Rss parsing error

Young_Gyu_P · July 13, 2009, 4:54pm

At these days, I try to parse ‘http://www.forbes.com/news/index.xml’
using
feedzirra.
As you access this url, you can recognize what the problem is.

They added an unnecessary html tag which made malformed rss format.

But in the google rss reader, they process correctly without any
problem.
This is the point I wonder how they can make it happen, while I can’t.

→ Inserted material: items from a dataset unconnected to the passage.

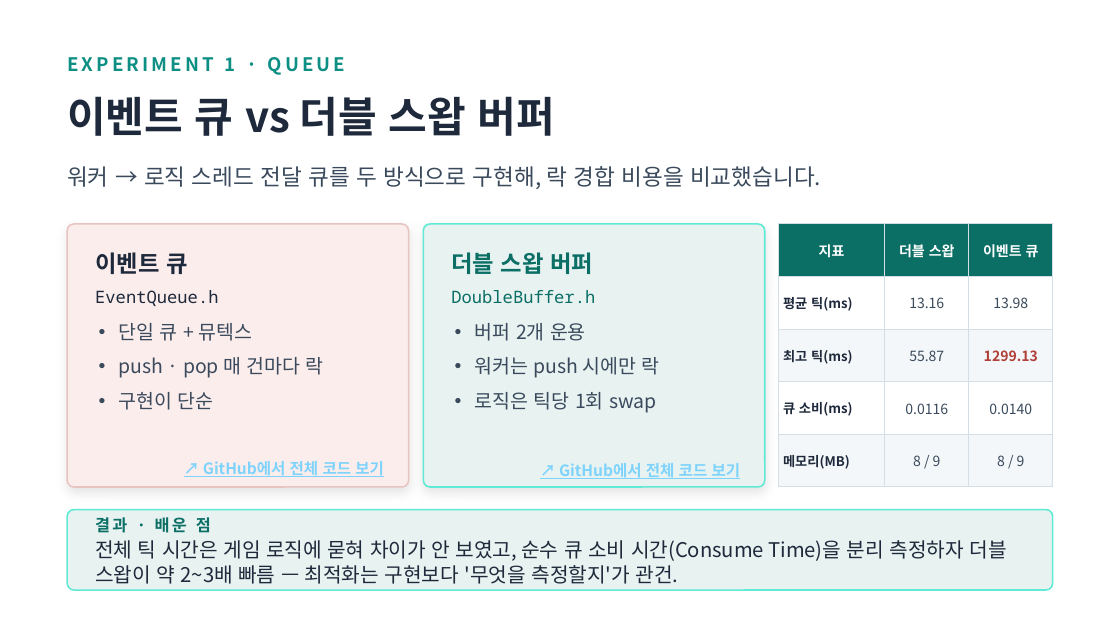
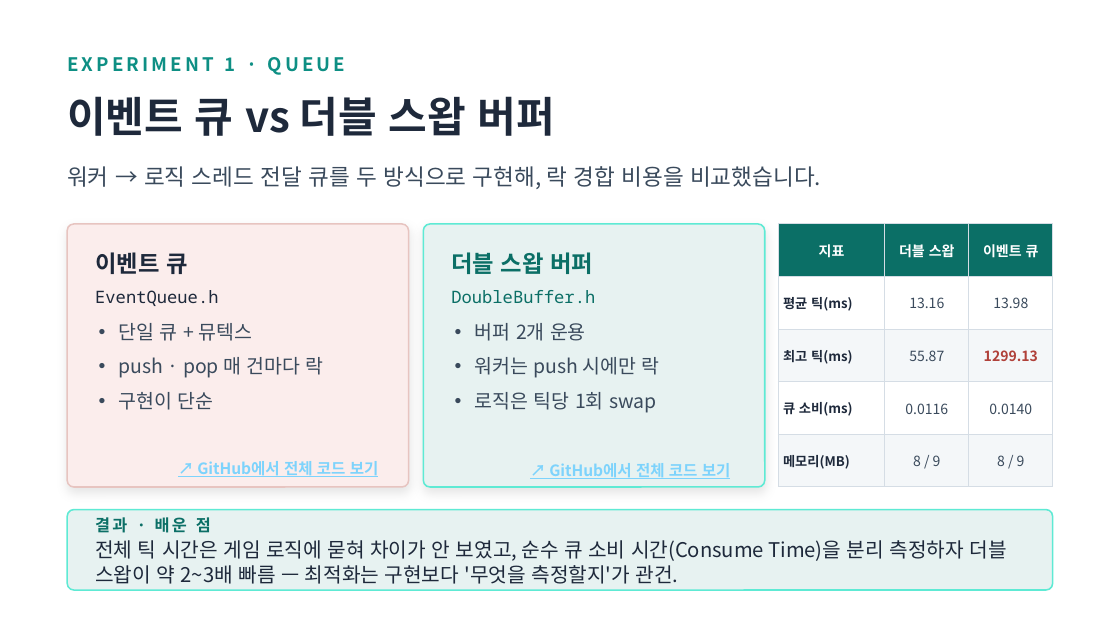
Before and after one commit to shin1244/cppServer, a slide deck: slide 9 of portfolio/portfolio.pptx. Drawn at 1120x630 pixels with LibreOffice and Linux fonts; fonts in the diff are those of the drawing. Boxes give left, top, right and bottom in pixels: in the first picture for what was removed or moved away, otherwise in the second. Text is boxed around its words. In the diff, an @@ line names an element or a change of style, - is before the commit and + after.

```diff
--- a/portfolio/portfolio.pptx
+++ b/portfolio/portfolio.pptx
@@ text "↗ GitHub에서 전체 코드 보기": place and size @@
-text "↗ GitHub에서 전체 코드 보기" at (203, 461, 384, 477)
+text "↗ GitHub에서 전체 코드 보기" at (197, 461, 379, 477)
@@ text "↗ GitHub에서 전체 코드 보기": place and size @@
-text "↗ GitHub에서 전체 코드 보기" at (559, 463, 741, 479)
+text "↗ GitHub에서 전체 코드 보기" at (549, 463, 731, 479)
```
Also in this commit, not shown: 1 other slide changed, 1 other file.
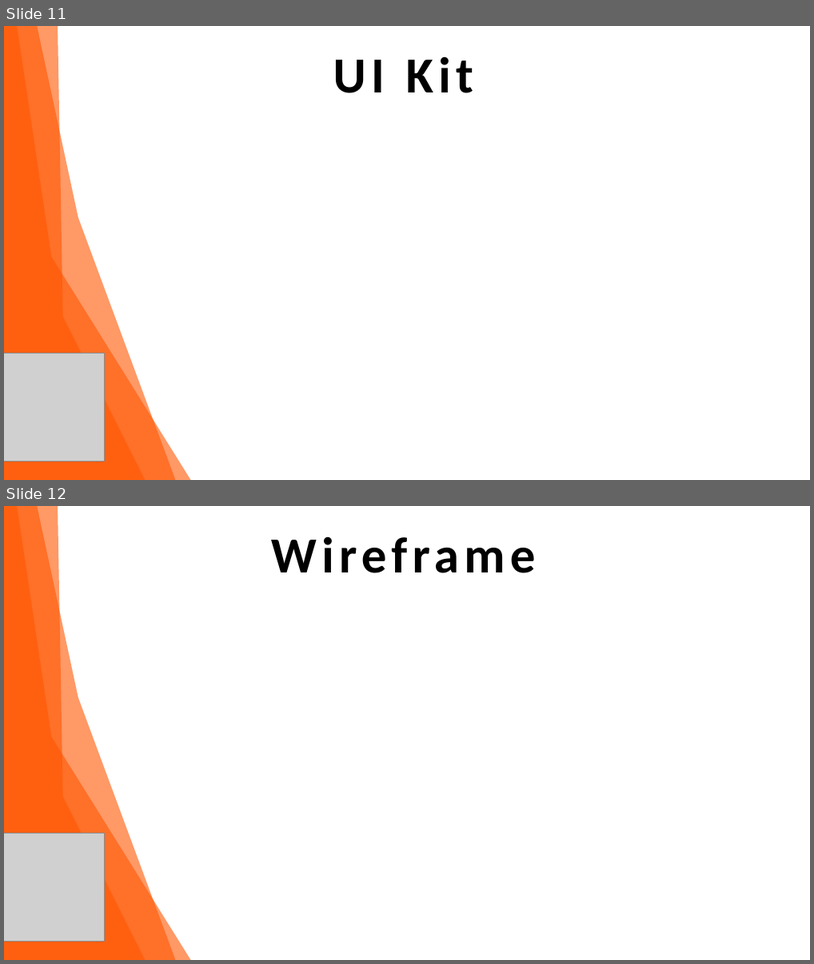
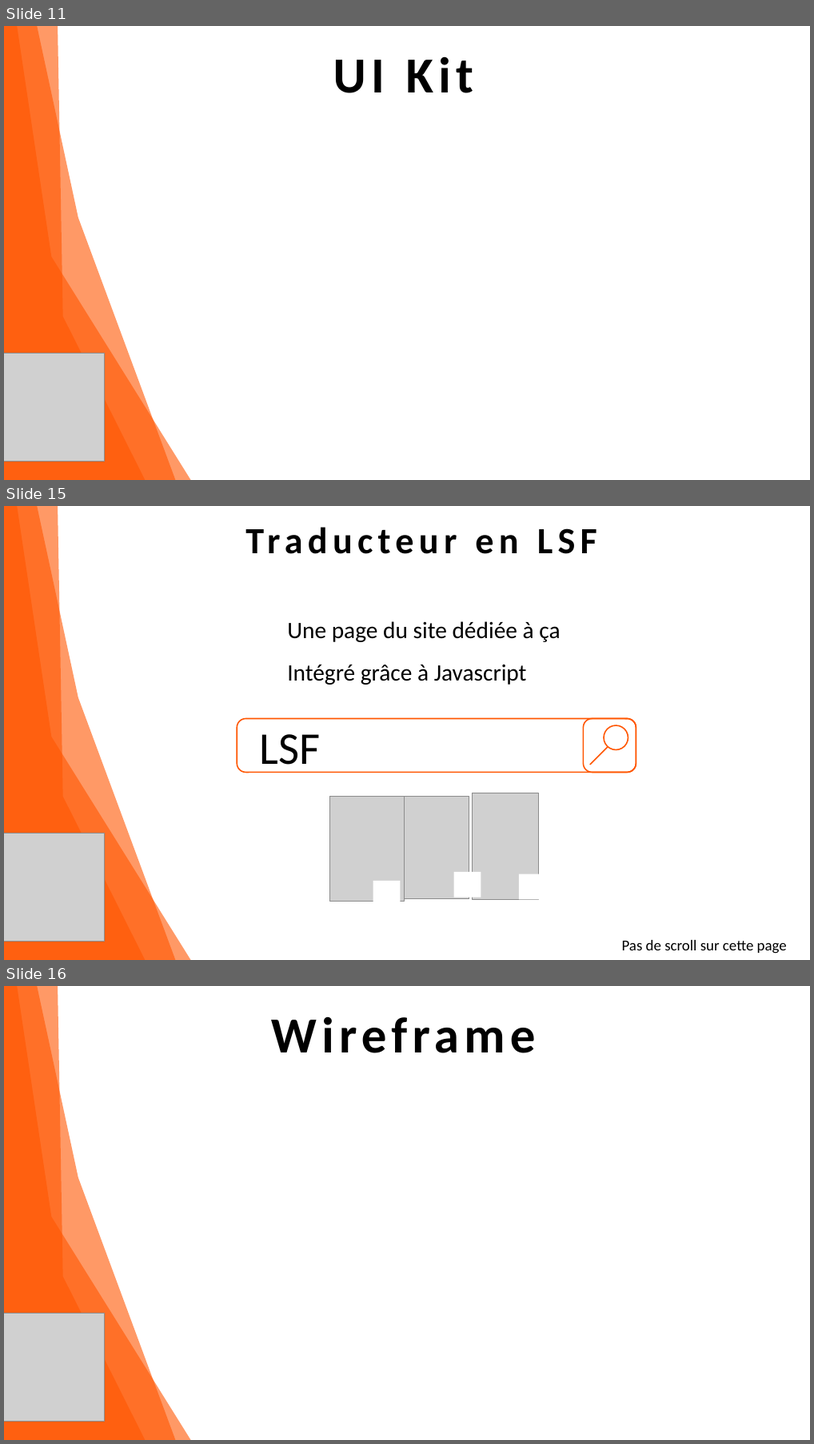
Before and after one commit to Nicolasmaes/a11e, a slide deck: dossier-conception/dossier-conception-a11e-v2.pptx. Shown one above the other, each under a label of ours: slides 11 and 12 before the commit, slides 11, 15 and 16 after it; the slides between them are not shown. The pictures are 814x964 and 814x1444 pixels, drawn with LibreOffice and Linux fonts; fonts in the diff are those of the drawing; grey boxes stand for pictures. Boxes give left, top, right and bottom in pixels: in the first picture for what was removed or moved away, otherwise in the second. Text is boxed around its words. In the diff, an @@ line names an element or a change of style, - is before the commit and + after.

```diff
--- a/dossier-conception/dossier-conception-a11e-v2.pptx
+++ b/dossier-conception/dossier-conception-a11e-v2.pptx
@@ slide 15 added at [4, 506, 810, 960], background #FFFFFF @@
@@ freeform shape added at [4, 506, 177, 960], fill #FF5600 at 60% opacity @@
@@ freeform shape added at [4, 506, 196, 960], fill #FF5600 at 60% opacity @@
@@ freeform shape added at [4, 506, 149, 960], fill #FF5600 at 60% opacity @@
@@ text added at [73, 513, 772, 564], 44 pt, text #000000, bold @@
+Traducteur en LSF
@@ text added at [287, 621, 560, 684], 28 pt, text #000000 @@
+Une page du site dédiée à ça
+Intégré grâce à Javascript
@@ rounded rectangle added at [237, 718, 636, 772], outline #FF5600 1.5 pt @@
@@ rounded rectangle added at [583, 718, 636, 772], outline #FF5600 1.5 pt @@
@@ text added at [260, 734, 321, 772], 54 pt, text #000000 @@
+LSF
@@ ellipse added at [604, 725, 628, 749], outline #FF5600 1.5 pt @@
@@ line added from (590, 764) to (608, 747), #FF5600 1.5 pt @@
@@ picture added at [472, 792, 538, 900] @@
@@ picture added at [330, 796, 404, 901] @@
@@ picture added at [405, 796, 470, 898] @@
@@ picture added at [4, 832, 105, 940] @@
@@ rectangle added at [374, 880, 401, 906], fill #FFFFFF @@
@@ rectangle added at [454, 872, 482, 896], fill #FFFFFF @@
@@ rectangle added at [519, 874, 546, 900], fill #FFFFFF @@
@@ text added at [622, 940, 787, 953], 18 pt, text #000000 @@
+Pas de scroll sur cette page
@@ what was slide 12 is now slide 16 @@
```
Also in this commit, not shown: 2 slides changed, 3 other slides added, 6 other files.

please help me out to narrow the gap between me and google ^.^

be a happy day.

Young_Gyu_P · July 14, 2009, 1:50pm

Hi,

In [email protected]
“Re: rss parsing error.” on Tue, 14 Jul 2009 00:26:37 +0900,
Juvenn W. [email protected] wrote:

Hi, Young:
I think you may checkout universal feed parser at feedparser.org,
which is a python package, mainly created by Mark Pilgrim. And, I’m
guessing Google Reader uses it in the backend.
As far as I know, there’s no equivalent ruby package for that.

The RSS can be parsed with the bundled RSS Parser.
We doesn’t need to use Universal Feed Parser.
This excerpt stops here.